Jathy changed everything. Just knowing I can have hair makes me feel better. To be able to not  automatically be the sick one in the room, to have people react to me as me and not a sick person, to look a little more like me. I am so grateful to my sister for this and to members of my family who pitched in on this quite expensive endeavor! Thank you, thank you, thank you.

I am healing a little more everyday. I am making progress in my diet, adding some food and doing okay. I am working on building my strength. I went to see Tricia for a little PT work and to help me get back on track. I’ll see her again next week. I am doing some gentle morning and evening yoga. I’m meditating most every day one or two times! I’m building up my time on the treadmill. I’m trying. But I can tell I’m still a bit anemic, my legs weigh a ton and I’m tired a good deal of the time. I am fighting anxiety left and right, up and down. I could really use some more energy to heal my body and mind.

I saw Dr. Standish yesterday and she was quite impressed with how I looked (I was wearing Jathy!). She agrees with Dr. Kaplan’s plan which is nice to hear, reinforcing. She gave me a Vitamin B shot to boost my red blood cells and give me a mood boost. I have to say I did not really feel much different, but I am hoping it is helping fight my anemia.

It is a beautiful day in Seattle today. A bit chilly but the sun is shining, the sky is blue with white puffy clouds. The kids are coming over tonight to cook dinner for us. Today will be a good day!

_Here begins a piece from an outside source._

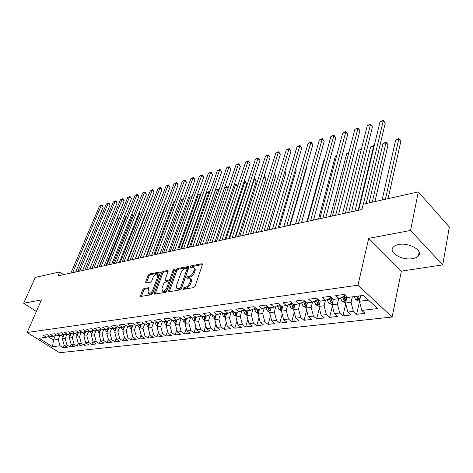 <?xml version="1.0" encoding="UTF-8"?>
<svg xmlns="http://www.w3.org/2000/svg" width="473" height="473" viewBox="0 0 473 473"><rect width="100%" height="100%" fill="white"/><g stroke="black" fill="none" stroke-linecap="round" stroke-linejoin="round"><path stroke-width="0.71" d="M182.945 288.619L183.329 289.346L193.711 287.596L195.113 286.218L202.403 264.738L202.19 263.78L201.817 263.757L191.5 265.773L190.548 266.713L190.69 267.375L193.41 267.221C194.326 267.706 194.545 268.723 194.06 270.29L193.457 272.052C192.481 274.375 191.015 275.824 189.058 276.398L187.734 276.64L186.776 277.586L186.918 278.266L189.608 278.136C190.554 278.632 190.773 279.685 190.282 281.293L189.667 283.079C188.674 285.438 187.202 286.886 185.239 287.442L183.908 287.667L182.945 288.619M412.474 258.654C415.259 258.187 417.251 257.241 418.445 255.822C423.418 250.625 409.127 242.306 398.798 244.506C396.12 244.996 394.216 245.93 393.087 247.296C388.256 252.57 402.186 260.647 412.474 258.654M144.011 288.465L142.722 289.748L140.582 295.477L140.735 296.441L151.401 294.72L152.72 293.414L160.223 272.915L160.063 271.987L149.415 273.985L148.138 275.256L145.601 282.05L146.051 283.008L150.444 282.198L151.738 280.909L152.998 277.509C154.198 275.067 155.629 273.938 157.284 274.121L157.716 276.616L152.767 290.091C151.561 292.556 150.13 293.698 148.475 293.502L148.037 290.913L148.871 288.66L148.711 287.702L144.011 288.465L144.933 289.145L143.644 290.422L141.439 296.4M58.031 275.842L361.951 209.539L363.229 204.206L418.309 191.908L410.546 230.475L368.721 238.339L357.972 285.178L27.127 332.501L41.453 299.888L23.65 303.234L35.274 277.409L59.722 271.951L58.031 275.842M168.477 290.741L168.991 291.758L180.136 289.884L181.508 288.524L188.875 267.363L188.68 266.417L177.245 268.552L175.909 269.876L168.477 290.741L169.346 291.699M165.509 292.344L154.458 294.129L154.287 293.148L161.784 272.614L163.09 271.313L167.956 270.45L168.128 271.384L165.124 279.703L165.302 280.66L168.684 280.122L170.014 278.804L173.13 270.095L174.295 269.19L174.419 269.846L166.857 291.013L165.509 292.344M357.972 285.178L392.105 317.028L59.58 352.722L27.127 332.501M136.064 325.412L139.576 324.951L136.259 322.639L141.581 321.918L144.904 324.247L148.498 323.774L145.17 321.427L150.621 320.688L153.95 323.053L157.621 322.568L154.293 320.191L159.868 319.435L163.203 321.829L166.969 321.333L163.628 318.926L169.334 318.152L172.68 320.582L176.535 320.073L173.183 317.631L179.031 316.839L182.383 319.299L186.327 318.778L182.974 316.301L188.964 315.491L192.322 317.986L196.366 317.454L193.002 314.941L199.139 314.113L202.503 316.644L206.648 316.094L203.278 313.552L209.569 312.694L212.939 315.266L217.184 314.705L213.814 312.121L220.258 311.246L223.634 313.853L227.992 313.274L224.61 310.655L231.226 309.762L234.602 312.405L239.072 311.813L235.69 309.153L242.478 308.236L245.859 310.915L250.442 310.312L247.06 307.616L254.019 306.67L257.407 309.389L262.107 308.768L258.725 306.031L265.873 305.061L269.261 307.828L274.086 307.19L270.704 304.405L278.047 303.412L281.429 306.22L286.39 305.564L283.008 302.738L290.552 301.715L293.934 304.571L299.031 303.897L295.649 301.023L303.4 299.971L306.782 302.874L312.02 302.182L308.644 299.261L316.614 298.179L319.99 301.13L325.377 300.414L322.007 297.452L330.201 296.34L333.571 299.332L339.111 298.605L335.747 295.59L344.184 294.443L347.543 297.487L363.388 295.4L377.608 308.573L361.815 310.424L365.032 313.345L356.63 314.303L353.408 311.411L347.88 312.062L351.108 314.929L342.937 315.863L339.703 313.02L334.328 313.646L337.562 316.472L329.616 317.377L326.376 314.58L321.143 315.195L324.389 317.974L316.65 318.855L313.404 316.1L308.313 316.697L311.559 319.435L304.027 320.292L300.781 317.578L295.82 318.163L299.072 320.86L291.735 321.693L288.483 319.021L283.652 319.588L286.91 322.243L279.762 323.059L276.504 320.422L271.804 320.978L275.055 323.597L268.09 324.389L264.833 321.794L260.251 322.332L263.502 324.91L256.715 325.684L253.457 323.124L248.987 323.65L252.245 326.193L245.617 326.949L242.365 324.425L238.008 324.939L241.26 327.446L234.797 328.179L231.545 325.696L227.294 326.193L230.54 328.664L224.237 329.385L220.986 326.932L216.835 327.417L220.081 329.858L213.926 330.556L210.686 328.138L206.63 328.617L209.87 331.023L203.863 331.703L200.623 329.32L196.667 329.782L199.902 332.158L194.036 332.826L190.802 330.467L186.936 330.923L190.164 333.264L184.435 333.92L181.206 331.597L177.428 332.034L180.651 334.352L175.051 334.99L171.829 332.69L168.14 333.128L171.356 335.41L165.875 336.031L162.665 333.767L159.058 334.192L162.269 336.445L156.912 337.054L153.707 334.819L150.183 335.233L153.382 337.456L148.144 338.053L144.951 335.842L141.498 336.25L144.691 338.443L139.565 339.029L136.378 336.847L133.008 337.243L131.098 330.201L134.468 329.776L136.076 325.412L132.753 323.112L127.55 323.816L130.855 326.104L127.42 326.553L124.121 324.283L119.03 324.975L122.324 327.227L118.965 327.671L115.678 325.43L110.7 326.104L113.987 328.327L110.7 328.765L107.424 326.547L102.552 327.21L105.828 329.409L102.611 329.829L99.342 327.641L94.582 328.292L97.84 330.461L94.695 330.875L91.443 328.717L86.778 329.344L90.03 331.49L86.949 331.898L83.703 329.764L79.139 330.385L82.379 332.501L79.363 332.903L76.129 330.793L71.66 331.396L74.888 333.495L71.937 333.879L68.715 331.798L64.34 332.389L67.55 334.458L64.659 334.843L61.449 332.779L57.162 333.364L60.367 335.41L57.535 335.783L54.336 333.749L50.132 334.316L53.325 336.338L50.546 336.705L47.365 334.689L43.244 335.251L46.425 337.249L49.588 336.096M132.659 335.966L131.175 339.986L136.189 339.413L133.008 337.243M131.175 339.986L128 337.828L124.695 338.219L122.803 331.254L124.659 326.329M124.393 337.101L122.962 340.921L127.87 340.365L124.695 338.219M122.962 340.921L119.793 338.792L116.565 339.171L114.691 332.277L116.577 327.334M116.299 338.207L114.927 341.837L119.728 341.287L116.565 339.171M114.927 341.837L111.764 339.732L108.601 340.105L106.744 333.288L108.666 328.327M108.382 339.289L107.058 342.736L111.758 342.198L108.601 340.105M107.058 342.736L103.906 340.655L100.808 341.015L98.969 334.269L100.915 329.297M100.625 340.335L99.348 343.611L103.954 343.085L100.808 341.015M99.348 343.611L96.208 341.559L93.175 341.914L91.348 335.233L93.323 330.249M93.021 341.358L91.797 344.474L96.309 343.96L93.175 341.914M91.797 344.474L88.67 342.44L85.696 342.789L83.887 336.179L85.885 331.201L82.379 332.501M85.578 342.357L84.401 345.314L88.823 344.811L85.696 342.789M84.401 345.314L81.285 343.303L78.37 343.646L76.579 337.107L78.512 332.342M78.287 343.333L77.158 346.141L81.486 345.645L78.37 343.646M77.158 346.141L74.048 344.155L71.192 344.486L69.413 338.012L71.281 333.459M71.139 344.285L70.051 346.951L74.296 346.467L71.192 344.486M70.051 346.951L66.959 344.983L64.157 345.314L62.395 338.905L64.198 334.547M64.133 345.207L63.086 347.744L67.249 347.271L64.157 345.314M63.086 347.744L60.006 345.798L52.515 346.679L38.993 338.23L46.425 337.249M53.325 336.338L56.547 335.156M55.329 335.605L53.473 340.034L58.25 339.431L59.9 335.469M60.006 345.798L58.25 339.431M52.515 346.679L53.473 340.034L48.098 336.64M60.367 335.41L63.654 334.198M62.395 338.905L65.185 338.55L66.835 334.553M66.959 344.983L65.185 338.55M67.55 334.458L70.909 333.217M69.413 338.012L72.263 337.651L73.906 333.619M74.048 344.155L72.263 337.651M74.888 333.495L78.317 332.217M76.579 337.107L79.482 336.741L81.125 332.667M81.285 343.303L79.482 336.741M83.887 336.179L86.855 335.806L88.492 331.697M88.67 342.44L86.855 335.806M90.03 331.49L93.601 330.148M91.348 335.233L94.375 334.854L96.013 330.704M96.208 341.559L94.375 334.854M97.84 330.461L101.488 329.078M98.969 334.269L102.056 333.879L103.693 329.687M103.906 340.655L102.056 333.879M105.828 329.409L109.553 327.984M106.744 333.288L109.902 332.886L111.533 328.652M111.764 339.732L109.902 332.886M113.987 328.327L117.789 326.867M114.691 332.277L117.913 331.869L119.539 327.594M119.793 338.792L117.913 331.869M122.324 327.227L126.214 325.726M122.803 331.254L126.102 330.834L127.716 326.518M128 337.828L126.102 330.834M130.855 326.104L134.829 324.555M131.098 330.201L132.919 325.3M136.378 336.847L134.468 329.776M139.576 324.951L143.638 323.361M141.498 336.25L139.576 329.125L141.362 324.253M139.576 329.125L143.017 328.694L144.691 324.1M144.951 335.842L143.017 328.694M148.498 323.774L152.655 322.131M150.183 335.233L148.238 328.031L149.988 323.183M148.238 328.031L151.756 327.582L153.5 322.734M153.707 334.819L151.756 327.582M157.621 322.568L161.878 320.877M159.058 334.192L157.101 326.908L158.81 322.095M157.101 326.908L160.702 326.453L162.505 321.333M162.665 333.767L160.702 326.453M166.969 321.333L171.315 319.588M168.14 333.128L166.159 325.761L167.832 320.99M166.159 325.761L169.842 325.294L171.723 319.884M171.829 332.69L169.842 325.294M176.535 320.073L180.988 318.27M177.428 332.034L175.436 324.584L177.056 319.86M175.436 324.584L179.202 324.106L181.153 318.394M181.206 331.597L179.202 324.106M186.327 318.778L190.885 316.922M186.936 330.923L184.919 323.384L186.504 318.707M184.919 323.384L188.78 322.893L190.767 316.969M190.802 330.467L188.78 322.893M196.366 317.454L201.031 315.532M196.667 329.782L194.634 322.154L196.183 317.478M194.634 322.154L198.583 321.652L200.528 315.739M200.623 329.32L198.583 321.652M206.648 316.094L211.425 314.113M206.63 328.617L204.578 320.895L206.116 316.165M204.578 320.895L208.623 320.381L210.526 314.486M210.686 328.138L208.623 320.381M217.184 314.705L222.079 312.653M216.835 327.417L214.766 319.6L216.291 314.823M214.766 319.6L218.904 319.08L220.767 313.203M220.986 326.932L218.904 319.08M227.992 313.274L233.006 311.151M227.294 326.193L225.201 318.282L226.709 313.445M225.201 318.282L229.446 317.744L231.256 311.896M231.545 325.696L229.446 317.744M239.072 311.813L244.216 309.614M238.008 324.939L235.891 316.928L237.387 312.038M235.891 316.928L240.243 316.378L242.005 310.56M242.365 324.425L240.243 316.378M250.442 310.312L255.716 308.029M248.987 323.65L246.853 315.538L248.331 310.59M246.853 315.538L251.317 314.971L253.025 309.194M253.457 323.124L251.317 314.971M267.464 306.356L262.107 308.768M260.251 322.332L258.092 314.113L259.553 309.106M258.092 314.113L262.669 313.534L264.324 307.799M264.833 321.794L262.669 313.534M279.466 304.588L274.086 307.19M271.804 320.978L269.622 312.653L271.064 307.586M269.622 312.653L274.322 312.062L275.913 306.38M276.504 320.422L274.322 312.062M291.788 302.761L291.67 303.193L286.39 305.564M283.652 319.588L281.453 311.157L282.872 306.031M281.453 311.157L286.277 310.542L287.809 304.925M288.483 319.021L286.277 310.542M304.446 300.869L304.281 301.508L299.031 303.897M295.82 318.163L293.597 309.62L294.992 304.429M293.597 309.62L298.546 308.993L300.018 303.447M300.781 317.578L298.546 308.993M317.454 298.918L317.235 299.776L312.02 302.182M308.313 316.697L306.066 308.035L307.438 302.785M306.066 308.035L311.151 307.397L312.552 301.934M313.404 316.1L311.151 307.397M330.828 296.89L330.556 297.99L325.377 300.414M321.143 315.195L318.873 306.415L320.215 301.1M318.873 306.415L324.094 305.753L325.43 300.39M326.376 314.58L324.094 305.753M344.575 294.797L344.249 296.157L339.111 298.605M334.328 313.646L332.034 304.748L333.394 299.178M332.034 304.748L337.403 304.068L338.703 298.658M339.703 313.02L337.403 304.068M347.88 312.062L345.562 303.033L346.987 296.985M345.562 303.033L351.078 302.336L352.35 296.855M353.408 311.411L351.078 302.336M63.577 274.63L59.722 271.951M23.65 303.234L36.368 311.459M368.721 238.339L401.376 271.118L442.74 264.886L410.546 230.475M442.74 264.886L449.35 227.01L418.309 191.908M401.376 271.118L392.105 317.028M361.815 310.424L359.474 301.271L360.722 295.749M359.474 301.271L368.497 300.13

Sending love and gratitude to you all!

Janet

Good day my friends.
I am improving a bit everyday. It is a slow process, regaining my strength, stamina, appetite and allowing my stomach to heal and take in new low fiber~high protein foods each day. But I am on that road. It's somewhat familiar, actually. I think this is what the process has been after each stay in the hospital.

I've slept more in the past week than I can remember. I am NOT a napper as a rule (not to be confused with my husband...he can fall asleep in a nod, almost any time of day!). Up until yesterday there was no way to keep my eyes open in the afternoon. I was taking one or two hour naps each day. I knew it was helping my body to heal and I couldn't have fought it off if I tried. Yesterday I just rested, with no sleep and today we were on the go with appointments and only had time for a small rest. I'm trying to work with this body to give it what it needs but I also have to push it to build back my strength and stamina. That stay in the hospital just took all the wind out of my sail.

Today Mike and I went to see Dr. Kaplan so he could see how I was doing out of the hospital and make a new plan. Dr. Kaplan could see that I was improving. He was optimistic and hopeful, but not giddy about it, mind you. I asked (knowing the answer) if there was any way he could tell which had harmed my stomach, the taxol or the cyramza. Answer: no. Oh well. What we did learn is that it had started to work. And if we know something is working it is a hell of a lot more attractive than some other chemo that we have no idea about.

So the new plan: I have two weeks to build back my strength and stamina and get my stomach ready. In two weeks I'm going back on the taxol and cyramza, at a lower (maybe 1/2 dose) and every other week verses three weeks on, one week off. The plan is both taxol and cyramza every other week.

 Dr. Kaplan first suggested next week and I knew that was just too soon. I told him I'd contact him next week to let him know how I was doing but I need two weeks to gather up all the ingredients to go back in to this with eyes wide open. Lots of wherewithal, determination, persistence, positivity, strength, stamina, optimism, serenity, light and peace in my heart, not to mention a healthy gut! I need 2 weeks.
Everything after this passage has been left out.